Consistently-measured outcomes

Consider whether outcomes were assessed similarly in the people being compared.

If a possible outcome of a health action is assessed differently in the different groups in a comparison of health actions, differences reported in that outcome may be due to how the outcome was assessed rather than because of the health actions carried out by people in each group.


In a comparison of health actions (things people do for their health), if the people assessing the outcomes believe that a particular health action works and they know which participants took that health action, they may be more likely to record better outcomes in those participants. One way of preventing this is to keep outcome assessors unaware of (“blind” to) which people have been allocated to which health action.

Systematic differences in outcome assessment (“measurement bias”) can make the effects of health actions appear either larger or smaller than they actually are. Blinding is less important for “objective” outcomes, like death, than for “subjective” outcomes, like pain.
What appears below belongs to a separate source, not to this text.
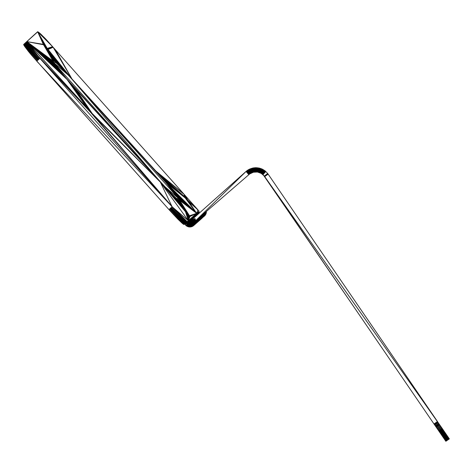 <?xml version="1.0" encoding="UTF-8"?>
<svg xmlns="http://www.w3.org/2000/svg" width="473" height="473" viewBox="0 0 473 473"><rect width="100%" height="100%" fill="white"/><g stroke="black" fill="none" stroke-linecap="round" stroke-linejoin="round"><path stroke-width="0.71" d="M197.578 209.456L187.663 200.008L187.326 200.31L196.638 213.341L187.675 200.676L187.988 200.398L197.578 209.456L187.775 200.138L187.444 200.434L196.638 213.341L199.092 211.153L187.663 200.008L188.94 201.865L186.451 199.358L184.021 196.354L184.369 194.622L183.66 193.829L155.984 171.149L184.369 194.616L46.46 39.779L40.595 33.896L37.828 31.732L26.837 41.618L29.391 45.792L39.909 58.35L175.56 210.58L185.416 220.524L187.137 221.683L188.337 220.655L188.55 222.156L189.762 222.801L191.163 222.068L191.151 220.353L201.882 210.798M47.814 49.6L63.973 70.436L47.82 49.606L62.176 68.597L71.979 78.979L47.82 49.606L53.13 47.27L40.595 33.896M184.411 196.922L184.641 196.727L184.417 196.928L160.199 175.838L184.222 196.667L158.088 173.479L184.168 196.597L157.036 172.308L161.246 177.02L184.488 197.028L184.435 194.693L184.825 196.904L184.375 194.628L184.08 196.242L184.369 194.616L52.621 46.697L47.808 49.121L47.253 49.05L47.241 48.417L46.922 48.707M184.281 196.744L183.973 196.212L184.364 194.616L183.66 193.829M187.314 200.298L187.663 200.008L184.789 195.095L186.315 198.465L185.83 198.648L196.638 213.341L188.337 220.655L172.113 206.766L88.084 109.263L91.638 112.816L93.11 114.738L92.282 114.147L92.542 113.922L160.353 182.123L68 80.546L88.209 109.216L26.837 41.618L23.685 44.432L34.505 34.559L26.837 41.618L43.356 44.35L47.241 48.417L52.604 46.679L47.962 49.322L52.627 46.703L47.726 49.015L52.621 46.697L53.13 47.27L71.979 78.979L48.382 49.937M187.207 200.18L187.55 199.872L187.19 200.168L196.638 213.341L188.289 201.291L188.532 201.078L197.714 209.604L188.284 200.759L197.649 209.533L184.754 195.053L187.55 199.872L186.315 198.465L184.559 194.835L185.818 197.927L185.357 198.098L196.638 213.341L187.562 200.558L187.887 200.268L187.55 200.546M187.072 200.032L187.432 199.736L187.083 200.049L196.638 213.341L185.706 198.506L186.066 198.193L184.517 194.787L185.463 197.548L184.919 196.999L184.452 194.716L184.482 197.022M185.245 197.968L185.576 197.673L184.576 194.852M184.653 197.235L162.286 178.203L184.571 197.129L184.464 194.728L184.647 197.229L161.246 177.02L163.321 179.385L184.742 197.347L185.026 197.099L184.488 194.758L185.126 197.206L184.5 194.77L184.044 196.224L184.369 194.622L52.621 46.697L47.448 48.666M184.925 197.572L185.233 197.312L184.931 197.584L163.321 179.385L184.831 197.466L185.126 197.206L184.825 197.454M183.997 196.313L155.984 171.149L184.127 196.526M47.46 49.257L47.726 49.015L47.353 49.157L62.176 68.597L47.454 49.257L47.808 49.121L47.548 49.346M47.022 48.814L47.347 48.548L47.034 48.825L63.057 69.496L47.643 49.44L52.627 46.703L47.637 49.434M268.138 174.135L437.49 421.555L433.995 423.95L440.121 432.901L264.318 176.08L261.273 173.384L257.43 172.036L253.362 172.243L249.667 173.969L247.763 170.138L248.372 169.76L247.734 170.162M199.523 212.897L188.762 222.387L185.924 225.52L184.683 223.9M199.452 212.832L199.174 212.448L196.721 214.636L199.056 212.158L188.301 221.66L186.622 222.18M199.056 212.158L196.543 214.038L198.991 211.703L196.543 213.802L199.092 211.153L196.555 213.642L198.991 211.679L188.035 220.926M45.922 47.631L46.301 47.324L37.663 31.744L46.052 47.04L45.686 47.365L57.564 64.092L45.81 47.507L46.177 47.182L37.663 31.744L52.604 46.679L46.91 48.695L60.497 66.918L46.803 48.583L59.704 66.143L61.319 67.734L43.528 44.74L26.837 41.618L43.333 44.397L37.663 31.744L34.505 34.559M43.528 44.74L37.663 31.744L43.327 44.361L37.663 31.744L48.429 41.991L45.367 38.638L37.663 31.744L39.803 33.181L45.367 38.638L39.117 32.596M186.947 199.896L187.314 199.594L186.959 199.913L196.638 213.341L189.537 215.783L189.951 216.51L184.902 210.822L189.537 215.783L188.337 220.655L160.353 182.123L92.176 113.467L91.874 113.739L172.113 206.766L92.377 114.241L92.619 114.023L160.353 182.123L93.027 114.809L172.113 206.766L92.466 114.324L92.69 114.123L92.466 114.324M88.061 109.198L39.909 58.35L88.132 109.168L39.909 58.35L90.792 112.586L172.113 206.766L187.137 221.683L183.979 224.492L187.202 221.66L183.879 224.48L178.114 219.395L168.956 209.58L172.113 206.766L92.548 114.407L160.353 182.123L172.113 206.766L92.625 114.478M184.902 210.822L167.424 189.697L184.913 210.816M184.044 224.468L188.337 220.655L189.933 216.504L196.638 213.341L187.893 200.901L188.189 200.641L197.625 209.504L188.088 200.522L197.602 209.48L184.618 194.9L197.826 209.734L188.615 201.599L197.791 209.693M157.036 172.308L184.021 196.206L155.984 171.149L164.338 180.556L184.931 197.584M184.05 196.407L155.984 171.149L183.979 196.2L155.984 171.149L165.337 181.721L185.032 197.708L185.345 197.43L185.026 197.696M191.045 222.227L190.66 222.564L191.045 222.221M191.139 222.097L190.524 222.641L192.393 226.437L189.017 226.975L185.924 225.52L191.193 220.418M195.231 220.294L194.988 218.55L195.556 220.241L195.556 222.204L194.249 225L191.163 222.068L190.524 222.641L191.861 226.668L190.383 222.7L191.234 221.943M191.222 221.961L190.383 222.7L191.311 226.839L190.229 222.748L191.299 221.802L190.229 222.748L190.749 226.957L190.075 222.783L191.352 221.648M191.34 221.671L190.075 222.783L190.17 227.022L189.921 222.801L191.388 221.494L195.432 222.765L203.786 215.233L195.556 222.204L206.388 212.188L203.934 214.086L206.399 211.431M191.382 221.518L189.921 222.801L189.596 227.028L189.762 222.801L191.405 221.334L195.627 221.63L203.934 214.086L203.928 213.571M191.399 221.364L189.762 222.801L189.017 226.975L189.602 222.783L191.411 221.175M191.411 221.21L189.602 222.783L188.449 226.863L189.448 222.753L191.394 221.021M191.399 221.057L189.448 222.753L187.899 226.697L189.301 222.712L191.37 220.861M191.376 220.897L189.301 222.712L187.361 226.478L189.153 222.647L191.323 220.708M191.334 220.749L189.153 222.647L186.853 226.206L189.011 222.576L191.263 220.56M191.281 220.601L189.011 222.576L186.368 225.887L188.881 222.487L191.216 220.459M193.309 218.431L198.69 213.636M198.595 213.719L196.845 214.837L199.109 212.306L199.299 212.649L188.65 222.275L185.15 224.663L188.55 222.156L196.721 214.636L188.39 221.884L185.481 223.191M186.983 221.861L188.301 221.66L199.168 212.442L188.39 221.884L186.397 222.375M199.109 212.306L188.266 221.512L187.137 221.725M196.656 214.494L196.543 214.038L188.242 221.352L187.479 221.417M198.997 211.851L188.236 221.193L196.543 213.802L188.065 220.903M184.949 210.816L168.358 190.666L160.353 182.123L185.499 211.738L185.753 211.514L185.499 211.738L188.337 220.655L189.969 216.51L196.638 213.341L188 201.007L188.284 200.759L188 201.007M193.055 220.655L191.151 220.353L246.604 170.984L201.882 210.792M187.775 200.783L188.088 200.522L187.787 200.789L196.638 213.341L186.327 199.216L186.693 198.891L184.695 194.988L187.196 199.458L186.835 199.777L196.638 213.341L197.951 209.87L189.023 201.9L197.939 209.852L188.532 201.078L188.284 201.285M196.555 213.642L198.991 211.679M249.904 173.81L248.372 169.76L250.524 173.408L248.999 169.411L248.372 169.76L249.005 169.405M246.841 170.806L247.178 170.546L249.667 173.969L195.331 221.021L246.061 171.451L199.423 212.986L246.604 170.984L246.061 171.451L248.833 174.643L246.604 170.984L246.061 171.451M250.755 173.278L249.643 169.092L253.043 167.974L255.893 167.696L259.446 168.122L262.148 169.068L265.187 170.954L267.688 173.514L268.144 174.147L264.685 176.583L434.486 424.665M357.901 305.28L356.033 302.554L357.895 305.274M309.188 241.608L403.646 379.612L264.685 176.583L442.072 428.248L449.35 438.891L445.856 441.279L441.616 435.089M255.615 171.936L255.893 167.696L255.385 171.941L255 171.971L255.39 171.941L254.876 171.983L254.462 167.767L254.368 172.042L253.954 172.113M254.054 172.095L254.368 172.042L253.747 167.856L253.859 172.131L253.481 172.213M356.89 311.299L438.483 430.513M356.689 311.003L358.398 313.498M449.114 438.542L445.619 440.931L439.027 431.305L445.856 441.279L444.389 439.139L447.884 436.75L444.094 438.702L417.736 400.199L439.204 431.565M441.362 434.711L445.856 441.279L439.872 432.535L443.78 430.755L440.286 433.144L444.188 431.346L440.694 433.735L424.05 409.417L445.856 441.279L422.082 406.544L440.7 433.741L439.872 432.541L443.367 430.152L439.441 431.908L442.947 429.531L439.015 431.287L435.071 425.523M442.356 436.165L440.044 432.789M440.168 432.972L439.34 431.754M356.796 311.157L357.771 312.582M438.294 430.229L358.132 313.114M299.787 227.874L355.335 309.029M355.844 309.774L354.614 307.976M308.562 240.686L355.495 309.259M260.865 173.159L262.982 174.632L264.685 176.583L357.783 312.6M357.009 311.471L300.727 229.245M260.446 172.947L262.982 174.632L265.826 171.498L262.769 174.448L264.33 176.092M259.529 172.568L259.902 172.71L262.148 169.068L260.369 172.911L261.711 173.656L260.83 173.136L263.42 169.736L261.273 173.384L264.029 170.114L261.711 173.656L262.769 174.448L265.513 171.22L262.556 174.271L261.711 173.656L264.62 170.522L262.131 173.946L265.187 170.954L262.556 174.271M259.074 172.414L259.423 172.527L261.492 168.784L259.896 172.704L260.369 172.911L259.417 172.527L260.369 172.911L262.793 169.387L260.824 173.136M259.984 172.746L260.369 172.911M249.643 169.092L251.435 172.923L251.157 173.065M251.618 172.846L251.902 172.722L250.3 168.802L251.429 172.929L250.974 173.153L248.952 169.435M255.603 171.936L255.113 171.965L255.178 167.714L254.876 171.983L253.966 172.113M256.017 171.93L255.568 171.936L255.899 171.93L256.608 167.714L256.407 171.941L257.324 167.761L256.922 171.977L258.039 167.85L257.43 172.036L258.743 167.968L257.933 172.125L259.446 168.122L258.435 172.231L260.138 168.311L258.932 172.367L260.818 168.53L259.417 172.527L259.902 172.71M258.069 172.154L258.997 172.391M248.94 174.555L249.265 174.277L246.699 170.913M202.243 215.032L197.749 218.928M191.163 222.068L194.705 224.391L191.24 221.932L195.018 223.841L203.313 216.533L195.248 223.315L206.187 213.293L203.786 215.233L203.893 214.665L195.627 221.63L191.411 221.169L195.633 220.997L203.934 214.086L203.893 214.665L206.317 212.732L206.388 212.188L203.934 214.086L206.405 211.532L204.791 212.82M201.859 218.366L193.812 225.455L191.021 222.257L194.249 225L193.812 225.455L202.284 217.97L194.705 224.391L205.997 213.843L195.432 222.765L191.352 221.636L195.248 223.315L191.305 221.79L195.018 223.841M194.249 225L205.128 215.351L205.986 213.885L203.615 215.836L203.786 215.233L206.317 212.732L203.786 215.233L206.175 213.329L205.997 213.843M193.812 225.455L192.393 226.437L190.66 222.564L192.895 226.159L190.79 222.476L193.374 225.828L190.915 222.369L193.812 225.455M28.049 50.918L23.65 44.598L26.807 41.683L23.65 44.492L26.807 41.784L23.685 44.734L26.914 42.103L23.756 44.911L27.15 42.57L23.993 45.373L27.322 42.854L24.164 45.662L27.523 43.173L24.365 45.982L27.759 43.534L24.602 46.342L28.025 43.918L24.868 46.732L28.321 44.344L25.164 47.152L28.652 44.793L25.495 47.607L29.007 45.278L25.855 48.086L29.391 45.792L30.715 47.495L27.558 50.304L31.206 48.11L28.049 50.918L31.721 48.749L28.563 51.563L28.049 50.918M185.416 211.632L185.664 211.419L185.416 211.638L160.353 182.123L92.454 113.816L92.188 114.052L174.188 209.078L170.345 211.124L173.496 208.315L169.647 210.355L172.805 207.541L168.956 209.58L31.443 55.039L28.563 51.563L32.259 49.411L29.101 52.219L32.814 50.091L35.227 52.97L33.394 50.788L30.237 53.597L33.985 51.504L30.834 54.312L34.6 52.231L31.443 55.039L35.227 52.97L32.069 55.779L35.865 53.721L32.708 56.529L36.516 54.478L33.364 57.286L37.184 55.246L34.026 58.055L37.852 56.021L34.7 58.829L38.532 56.795L35.38 59.604L39.218 57.57L36.066 60.384L39.909 58.35L36.752 61.159L172.113 206.766L92.702 114.543L160.353 182.123L185.345 211.537L185.576 211.336L171.835 194.184L185.055 211.135L163.469 185.505L185.014 211.07L164.48 186.593L184.949 210.97L167.424 189.697L163.469 185.505L185.103 211.206L162.44 184.393L185.209 211.36L171.835 194.184L185.156 211.277L162.44 184.393M204.72 215.806L203 217.077L205.465 214.884L203.313 216.533L205.755 214.381M206.187 213.293L206.311 212.761M206.394 212.158L206.405 211.561M249.49 174.105L247.178 170.546L246.604 170.984L247.763 170.138L247.178 170.546L247.763 170.138L250.093 173.674L249.667 173.969M257.087 171.995L256.484 171.947M250.288 173.556L249.845 173.845M253.546 172.202L254.196 172.071M257.59 172.066L256.963 171.983M252.635 172.456L251.654 168.323L252.381 172.539L252.032 172.669M436.23 427.22L442.758 436.756M438.394 430.383L443.142 437.312M165.479 187.657L184.931 210.923L170.156 192.505L185.055 211.135M188.816 215.499L188.337 220.655L189.129 215.812M189.023 215.712L188.337 220.655L189.212 215.369L179.19 200.386L177.044 199.027L187.497 213.358L175.997 198.122L186.87 212.667L186.516 212.98L188.337 220.655L189.46 215.688L179.291 200.345L189.212 215.369L188.922 215.605M440.54 433.516L438.968 431.21M189.904 216.309L196.638 213.341L188.1 201.108L188.372 200.865L188.1 201.108M188.703 215.392L189.023 215.132L188.337 220.655L189.927 216.356L196.638 213.341L188.195 201.202L188.455 200.978L188.195 201.202M358.575 313.765L437.75 429.437M357.6 312.334L357.907 312.783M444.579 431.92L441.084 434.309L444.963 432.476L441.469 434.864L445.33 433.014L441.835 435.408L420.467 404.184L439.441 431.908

Although it is not always possible to blind healthcare providers or participants in randomized trials, it generally is possible to blind outcome assessors. However, for some outcome measures, such as patient-reported outcomes, this is not possible if the patients participating in a trial cannot be blinded. It is also sometimes possible to blind outcome assessors in non-randomized studies. When blinding is not possible, it is important to consider that the results of the comparison may be misleading.


A fair comparison of laser surgery with non-surgical treatment for people with angina (chest pain caused by reduced blood flow to the heart). The severity of angina one year after the treatment was assessed both by investigators who were aware which treatment the participants had received (i.e., unblinded) and by trained interviewers who were not aware which treatment the participants had received (blinded). Comparison of all the researchers’ assessments showed that the non-blinded investigators’ assessments favoured the laser surgery over the non-surgical treatment more often than the blinded interviewers’ assessments did. The researchers estimated that 28% of the apparent angina improvement was due to bias resulting from unblinded outcome assessment.


Remember: Be careful about relying on the results of comparisons if outcomes were not assessed in the same way in the different comparison groups.